And here's another odd thing: the DOXY label has been around for more than a few years (not to be confused with Sonny Rollins' label of the same name!) yet this review claims the Italian audio company Goldenote "has launched the DOXY record label dedicated to an ongoing reissue series." More bullshit!

But not as much B.S. as the review, which claims the original is "mighty good" (ya think?), the Analogue Productions version "airer and a bit warmer" (ya think?) and this DOXY DMM that shoves the 20 minute plus side one onto a single 45rpm side, as "very pure....with rich, lovely tone color...and excellent dynamic rendering." Utter bullshit. Nothing about the DOXY reissue is "rich". Tone color is not "lovely" whatever that means. And dynamics are as squashed as you might expect when you put 20 plus minutes of music at 45rpm onto a single side.

So here's what you need to know: first of all do not buy that DOXY disaster. I compared my two originals and the Alto-Analogue 1997 reissue with the double 45 from Analogue Productions and here's the straight poop: the Alto-Analogue (good luck finding one), mastered from the original tape by Bernie Grundman is, in my opinion, better than the original overall.

Spread across four 180g sides, mastered by Kevin Gray and pressed at RTI (before QRP was up and running), the Analogue Productions reissue offers greater dynamics than the Alto-Analogue but is softer and has less presence and natural transient bite than either the original or the Alto-Analogue—a consequence of the second generation source.

If you can find a clean, quiet original (not likely you'll find a quiet one, though you will occasionally find originals going for circa $35 on Ebay and expect either noise, and/or distortion), you might wish to take your chances on one, but unless you were to compare the Analogue Productions reissue to an original, you won't know what's been lost in the second generation tape and Kevin Gray's mastering is superb as usual and the glossy gatefold "tip on" jacket cover art is beautifully reproduced though the inside portrait of Gil is an awful "artists sketch" version of the original photo, which I guess wasn't available.

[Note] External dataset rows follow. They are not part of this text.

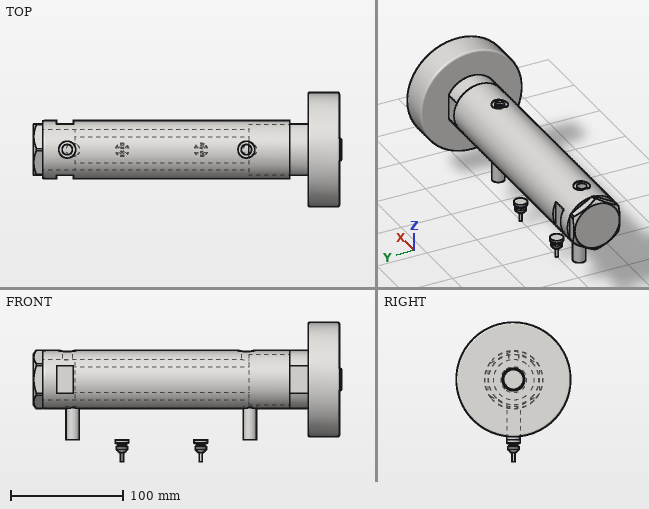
import cadquery as cq
import math


barrel_radius = 26.0
wrench_size = 46.0
cap_length = 8.3
barrel_end = 228.3
barrel_bevel_length = 2.5
barrel_bevel_depth = 0.4

flats_start = 20.8
flats_end = 35.6

cap_face_radius = 22.3
cap_bevel_length = 2.7
cap_spigot_radius = 18.0
cap_spigot_length = 37.0

neck_length = 16.1
disc_start = barrel_end + neck_length
disc_radius = 51.0
disc_length = 28.0
disc_rounding = 2.0
disc_spigot_start = 191.5
disc_spigot_radius = 22.5
rod_radius = 11.5
overall_length = 274.4
overall_height = 124.4
disc_end = disc_start + disc_length
emblem_radius = 10.0
emblem_bevel = 1.2

port_positions = (30.2, 189.6)
port_radius = 4.6
spotface_radius = 7.5
spotface_level = math.sqrt(barrel_radius**2 - spotface_radius**2)

pin_positions = (35.1, 192.6)
pin_radius = 6.0
pin_bottom = -53.7
pin_seat_depth = 2.0
pin_top = -(barrel_radius - pin_seat_depth)

plug_positions = (78.9, 149.0)
plug_top = pin_bottom
plug_bottom = disc_radius - overall_height
plug_head_radius = 6.1
plug_head_height = 2.8
plug_head_bevel = 1.0
plug_neck_radius = 3.7
plug_neck_end = 5.2
plug_collar_radius = 5.1
plug_collar_start = 6.2
plug_collar_end = 8.5
plug_cone_end = 11.4
plug_cone_end_radius = 2.2
plug_stem_radius = 1.4


def rod_along_x(radius, start, end):
    """Cylinder on the X axis between two positions."""
    return cq.Workplane("YZ").workplane(offset=start).circle(radius).extrude(end - start)


def rod_along_z(x, radius, bottom, top):
    """Vertical cylinder at one X position between two heights."""
    return cq.Workplane("XY").workplane(offset=bottom).center(x, 0).circle(radius).extrude(top - bottom)


def turned_end(radius, face_radius, bevel_length, start, end):
    """Cylinder on the X axis with a bevel around its starting face."""
    profile = [
        (start, 0),
        (start, face_radius),
        (start + bevel_length, radius),
        (end, radius),
        (end, 0),
    ]
    return cq.Workplane("XY").polyline(profile).close().revolve(360, (0, 0), (1, 0))


def beside_flats(start, end):
    """Material outside the two wrench flats over a stretch of the X axis."""
    length = end - start
    blank = cq.Workplane("XY").box(length, 4 * barrel_radius, 4 * barrel_radius)
    middle = cq.Workplane("XY").box(length, wrench_size, 4 * barrel_radius)
    return blank.cut(middle).translate((start + length / 2, 0, 0))


def make_housing():
    housing = turned_end(
        barrel_radius, barrel_radius - barrel_bevel_depth, barrel_bevel_length, cap_length, barrel_end
    )
    housing = housing.cut(beside_flats(flats_start, flats_end))

    housing = housing.cut(rod_along_x(cap_spigot_radius, cap_length, disc_spigot_start))
    housing = housing.cut(rod_along_x(disc_spigot_radius, disc_spigot_start, barrel_end))

    for x in port_positions:
        housing = housing.cut(rod_along_z(x, port_radius, 0, barrel_radius))
        housing = housing.cut(rod_along_z(x, spotface_radius, spotface_level, barrel_radius))
    for x in pin_positions:
        housing = housing.cut(rod_along_z(x, pin_radius, pin_bottom, pin_top))
    return housing


def make_cap():
    corner_diameter = wrench_size / math.cos(math.pi / 6)
    hexagon = cq.Workplane("YZ").polygon(6, corner_diameter).extrude(cap_length)
    hexagon = hexagon.rotate((0, 0, 0), (1, 0, 0), 90)
    envelope = turned_end(barrel_radius, cap_face_radius, cap_bevel_length, 0, cap_length)
    spigot = rod_along_x(cap_spigot_radius, cap_length, cap_spigot_length)
    return hexagon.intersect(envelope).union(spigot)


def make_disc():
    disc = rod_along_x(disc_radius, disc_start, disc_end).edges().fillet(disc_rounding)
    emblem = rod_along_x(emblem_radius, disc_end, overall_length).faces(">X").chamfer(emblem_bevel)
    neck = rod_along_x(barrel_radius, barrel_end, disc_start).cut(beside_flats(barrel_end, disc_start))
    spigot = rod_along_x(disc_spigot_radius, disc_spigot_start, barrel_end)
    rod = rod_along_x(rod_radius, cap_spigot_length, disc_spigot_start)
    return disc.union(emblem).union(neck).union(spigot).union(rod)


def make_pin(x):
    return rod_along_z(x, pin_radius, pin_bottom, pin_top)


def make_plug(x):
    profile = [
        (0, 0),
        (plug_head_radius, 0),
        (plug_head_radius, plug_head_height),
        (plug_neck_radius, plug_head_height + plug_head_bevel),
        (plug_neck_radius, plug_neck_end),
        (plug_collar_radius, plug_collar_start),
        (plug_collar_radius, plug_collar_end),
        (plug_cone_end_radius, plug_cone_end),
        (plug_stem_radius, plug_cone_end),
        (plug_stem_radius, plug_top - plug_bottom),
        (0, plug_top - plug_bottom),
    ]
    outline = [(radius, -depth) for radius, depth in profile]
    plug = cq.Workplane("XZ").polyline(outline).close().revolve(360, (0, 0), (0, 1))
    return plug.translate((x, 0, plug_top))


housing = make_housing()
cap = make_cap()
disc = make_disc()
pins = [make_pin(x).val() for x in pin_positions]
plugs = [make_plug(x).val() for x in plug_positions]

result = cq.Compound.makeCompound([housing.val(), cap.val(), disc.val(), *pins, *plugs])

One way or another a copy of this masterpiece belongs in every good record collection (unless you don't like jazz) and given the reality of the day, fifty plus years after it was originally released and five years after the fire, the best available version is Analogue Productions'. If you buy the DOXY version, which costs about half of what the AP costs, you'll be getting way less than half of the music. (The sound rating is for the Analogue Productions reissue of course).” Michael Fremer, Analog Planet,  Jun 30, 2013

 

"Out of the Cool, released in 1960, was the first recording Gil Evans issued after three straight albums with Miles Davis -- Sketches of Spain being the final one before this. Evans had learned much from Davis about improvisation, instinct, and space (the trumpeter learned plenty, too, especially about color, texture, and dynamic tension). Evans orchestrates less here, instead concentrating on the rhythm section built around Elvin Jones, Charlie Persip, bassist Ron Carter, and guitarist Ray Crawford. The maestro in the piano chair also assembled a crack horn section for this date, with Ray Beckinstein, Budd Johnson, and Eddie Caine on saxophones, trombonists Jimmy Knepper, Keg Johnson, and bass trombonist Tony Studd, with Johnny Coles and Phil Sunkel on trumpet, Bill Barber on tuba, and Bob Tricarico on flute, bassoon, and piccolo. The music here is of a wondrous variety, bookended by two stellar Evans compositions in "La Nevada," and "Sunken Treasure." The middle of the record is filled out by the lovely standard "Where Flamingos Fly," Kurt Weill-Bertolt Brecht's "Bilbao Song," and George Russell's classic "Stratusphunk." The sonics are alternately warm, breezy, and nocturnal, especially on the 15-plus-minute opener which captures the laid-back West Coast cool jazz feel juxtaposed by the percolating, even bubbling hot rhythmic pulse of the tough streets of Las Vegas. The horns are held back for long periods in the mix and the drums pop right up front, Crawford's solo -- drenched in funky blues -- is smoking. When the trombones re-enter, they are slow and moaning, and the piccolo digs in for an in the pocket, pulsing break. Whoa.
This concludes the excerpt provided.